Information About Fairy Castle Cactus Plant
Cereus tetragonus is native to North, South and Central Americas. It is a very slow growing plant that will eventually reach 6 feet tall. The stems on fairy castle cactus plant are five sided with wooly based spines along each plane. The limbs are a bright green turning woody and brown with age. Different branches are formed over time which slowly lengthen and produce an interesting silhouette. The fairy castle cactus rarely blooms. Cacti need perfect growing conditions to produce flowers and the plants in the Cereus family bloom at night. Fairy castle cactus flowers are large and white and usually will not occur until the plant is ten years old or more. If your cactus comes with a flower, examine it carefully. It is likely a fake bloom used as a marketing ploy. There is no need to remove the fake fairy castle cactus flower, as it will fall off by itself eventually.
Fairy Castle Cactus Care
Fairy castle cactus is a full sun plant that requires well drained soil.
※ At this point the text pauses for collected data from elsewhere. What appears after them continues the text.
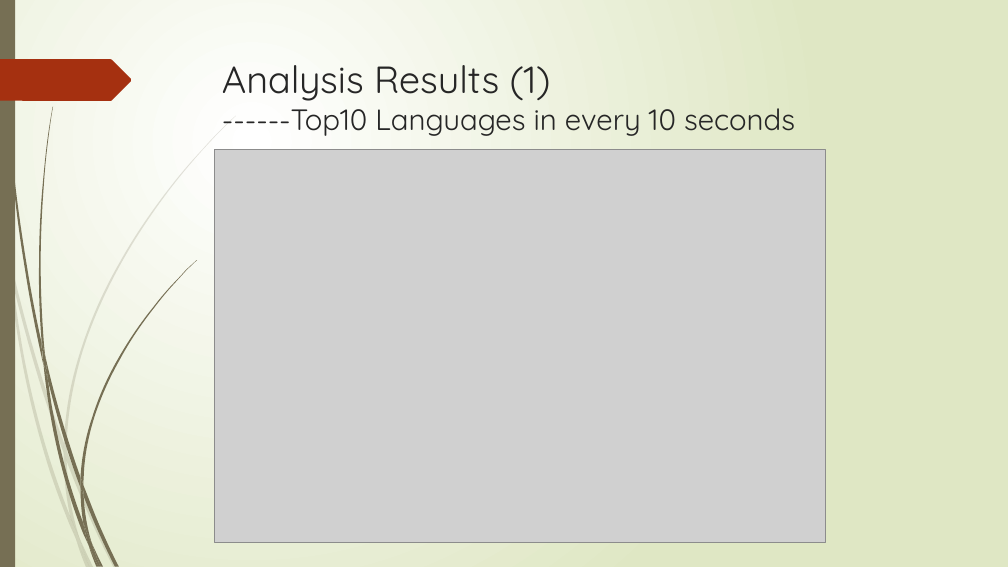
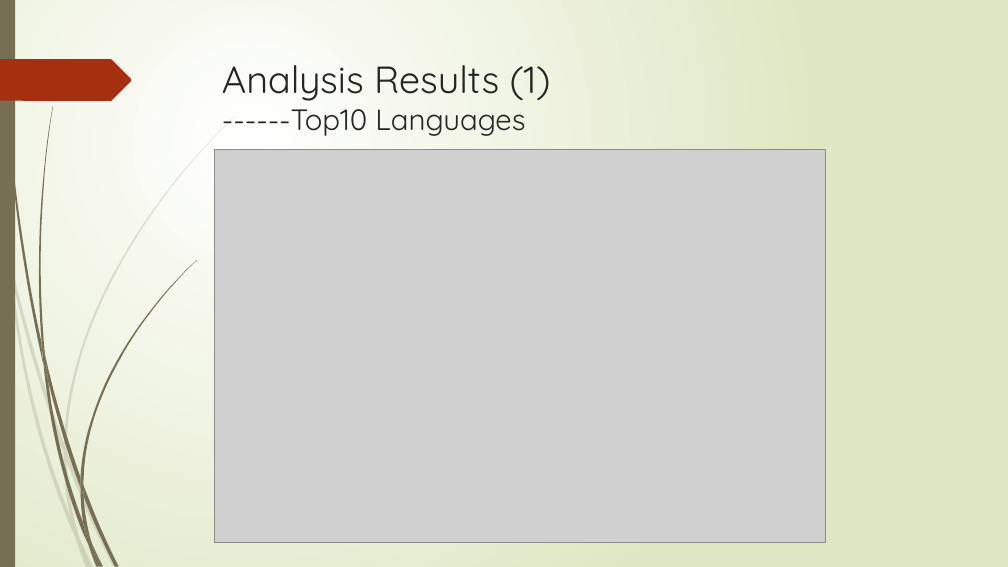
Before and after one commit to yangquan1982/cs523BDT, a slide deck: slide 5 of Docs/Tweets Analysis.pptx. Drawn at 1008x567 pixels with LibreOffice and Linux fonts; fonts in the diff are those of the drawing; grey boxes stand for pictures. Boxes give left, top, right and bottom in pixels: in the first picture for what was removed or moved away, otherwise in the second. Text is boxed around its words. In the diff, an @@ line names an element or a change of style, - is before the commit and + after.

```diff
--- a/Docs/Tweets Analysis.pptx
+++ b/Docs/Tweets Analysis.pptx
@@ title at (x1=222, y1=65, x2=551, y2=136): text changed @@
-Analysis Results (1)
-------Top10 Languages in every 10 seconds
+Analysis Results (1)
+------Top10 Languages
```
Also in this commit, not shown: 3 other slides changed, 7 other files.
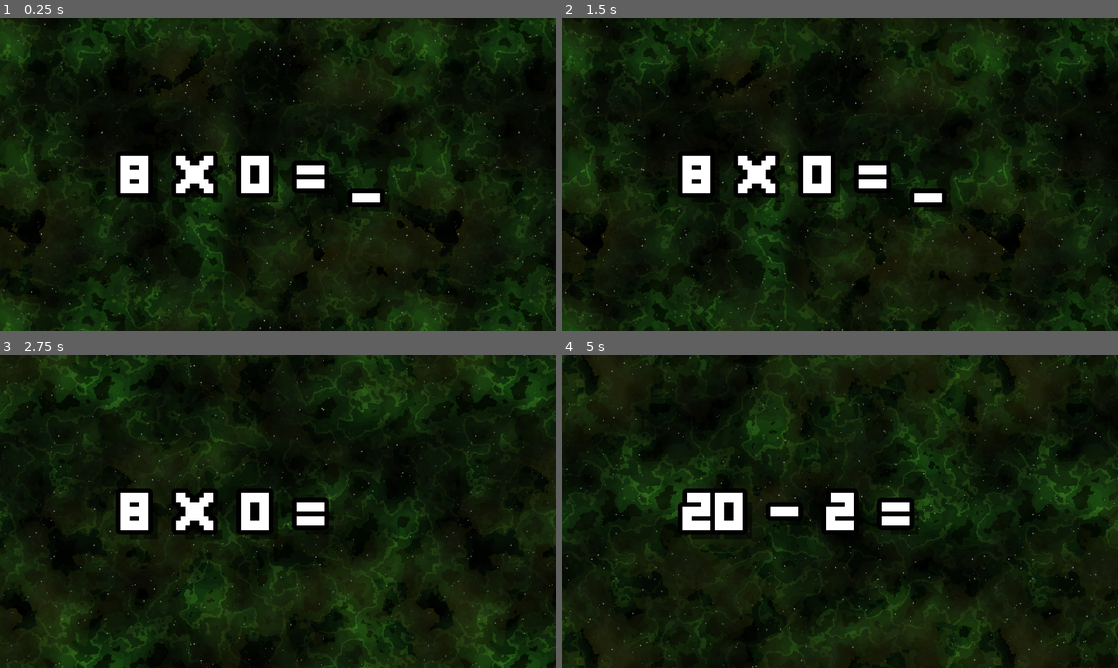
Above: before the commit, frames 1-4 (two rows, left to right).
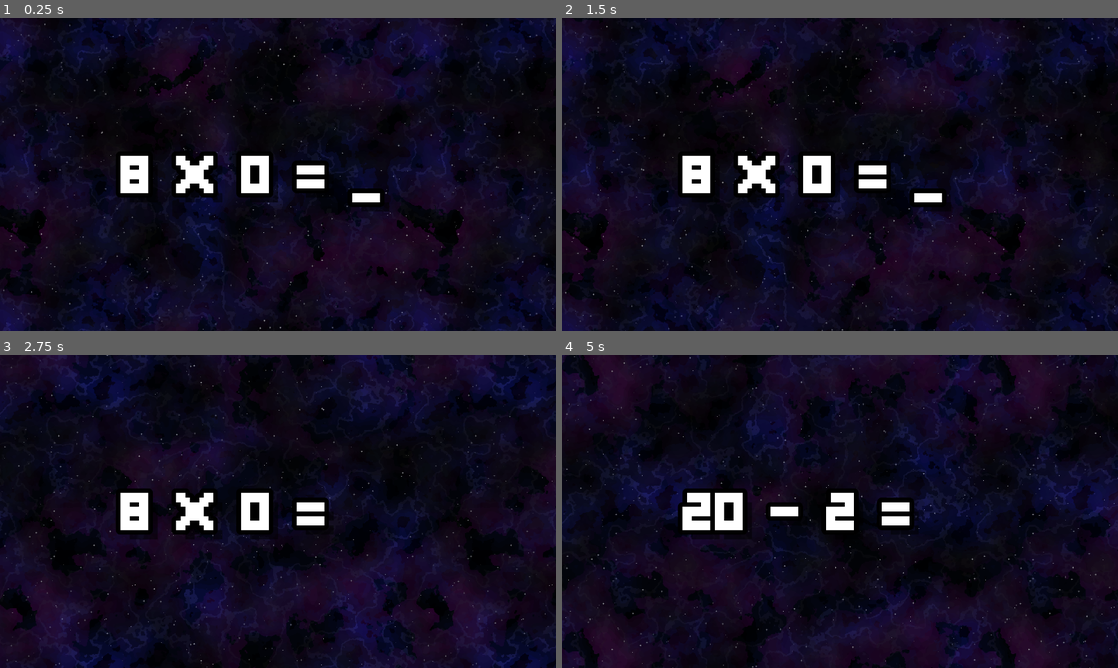
Above: after the commit, the same moments.

Repository: Blueman3612/Space-Math
Game: Godot game, scene res://scenes/main.tscn
Two runs of this game, one before a commit and one after it. Both use one fixed random seed, a clock stepped at 60 frames per second and the inputs below.
Inputs:
- Up to frame 1 (0.25 s): no input
- Up to frame 2 (1.5 s): tap Enter (Submit) at 0.5, 0.6, 1.35 s; hold Backspace (Backspace) from 1.28 s (still down)
- Up to frame 3 (2.75 s): release Backspace (Backspace) at 2.03 s; tap R at 2.1 s; tap Enter (Submit) at 2.3 s
- Up to frame 4 (5 s): tap 0 at 2.85 s; tap Enter (Submit) at 3.05, 3.8, 4.35 s; hold Backspace (Backspace) from 3.53 s (still down); tap 9 at 3.6 s

The runs differ from the first frame. In frame 1, 36% of the frame differs, in the area x 0-100%, y 0-100%; in frame 2, 35%; in frame 3, 39%; in frame 4, 40%.

Commit message:
Enhance Cosmic Kale preset and add feedback overlay functionality
- Updated cosmic_kale.json to modify modulation colors for nebula layers.
- Added a ColorRect node for feedback overlay in main.tscn to provide visual feedback on user input.
- Implemented feedback flash functionality in main.gd to show color feedback based on answer correctness, improving user interaction experience.

Diff:
--- a/scenes/main.tscn
+++ b/scenes/main.tscn
@@ -15,6 +15,11 @@
 [node name="Camera2D" type="Camera2D" parent="."]
 anchor_mode = 0
 
+[node name="FeedbackColor" type="ColorRect" parent="."]
+modulate = Color(1, 1, 1, 0)
+offset_right = 1920.0
+offset_bottom = 1080.0
+
 [node name="Problem" type="Label" parent="."]
 anchors_preset = 8
 anchor_left = 0.5
--- a/scripts/main.gd
+++ b/scripts/main.gd
@@ -11,6 +11,7 @@
 var transition_delay = 0.1  # Delay before generating new question
 var backspace_hold_time = 0.15  # Time to hold backspace before it repeats
 var scroll_boost_multiplier = 80.0  # How much to boost background scroll speed on submission
+var feedback_max_alpha = 0.1  # Maximum alpha for feedback color overlay
 
 # Position variables
 var primary_position = Vector2(416, 476)  # Main problem position
@@ -28,6 +29,7 @@
 var backspace_timer = 0.0  # Timer for backspace hold functionality
 var backspace_held = false  # Track if backspace is being held
 var backspace_just_pressed = false  # Track if backspace was just pressed this frame
+var feedback_color_rect: ColorRect  # Reference to the feedback color overlay
 
 func _ready():
 	# Load and parse the math facts JSON
@@ -51,6 +53,9 @@
 
 	# Load label settings resource
 	label_settings_resource = load("res://assets/label settings/GravityBold128.tres")
+
+	# Get reference to feedback color overlay
+	feedback_color_rect = get_node("FeedbackColor")
 
 	# Set up initial problem
 	setup_initial_problem()
@@ -182,15 +187,17 @@
 	var user_answer_int = int(user_answer)
 	var is_correct = (user_answer_int == current_question.result)
 
-	# Set color based on correctness and play appropriate sound
+	# Set color based on correctness, play sound, and show feedback overlay
 	if current_problem_label:
 		if is_correct:
 			current_problem_label.modulate = Color(0, 1, 0)  # Green for correct
 			AudioManager.play_correct()  # Play correct sound
+			show_feedback_flash(Color(0, 1, 0))  # Green feedback flash
 			print("✓ Correct! Answer was ", current_question.result)
 		else:
 			current_problem_label.modulate = Color(1, 0, 0)  # Red for incorrect
 			AudioManager.play_incorrect()  # Play incorrect sound
+			show_feedback_flash(Color(1, 0, 0))  # Red feedback flash
 			print("✗ Incorrect. Answer was ", current_question.result, ", you entered ", user_answer_int)
 
 	# Wait to show the color feedback (if transition_delay > 0)
@@ -432,3 +439,22 @@
 		"questions": questions,
 		"grade_name": grade_data.name
 	}
+
+func show_feedback_flash(flash_color: Color):
+	"""Show a colored flash overlay that fades in then out with smooth timing"""
+	if not feedback_color_rect:
+		return
+
+	# Start with the color at 0 alpha (invisible)
+	feedback_color_rect.modulate = Color(flash_color.r, flash_color.g, flash_color.b, 0.0)
+
+	# Create tween for the two-phase animation
+	var tween = create_tween()
+	tween.set_ease(Tween.EASE_OUT)
+	tween.set_trans(Tween.TRANS_EXPO)
+
+	# Phase 1: Fade in from 0 to feedback_max_alpha over transition_delay
+	tween.tween_property(feedback_color_rect, "modulate:a", feedback_max_alpha, transition_delay)
+
+	# Phase 2: Fade out from feedback_max_alpha to 0 over animation_duration * 2
+	tween.tween_property(feedback_color_rect, "modulate:a", 0.0, animation_duration * 2.0)
Not shown, changed: addons/Space Generator/Presets/cosmic_kale.json

Plant the cactus in an unglazed clay pot that allows excess moisture to evaporate. The fairy castle cactus plant will grow best in a good cactus potting soil or you can make your own. Mix one part potting soil with one part each of sand and perlite. This will make a good gritty medium for the cactus. Place the little cactus in a bright sunny location that is away from drafts or air conditioning. When you water, water until the liquid comes out of the drainage holes and then allow the soil to completely dry out before irrigating. Fairy castle cactus care is easiest in winter when you can cut in half the amount of water the plant receives. Fertilize with a good cactus fertilizer in spring when growth resumes. Feed monthly or with irrigation in a dilution that is half strength. Suspend the feeding in winter.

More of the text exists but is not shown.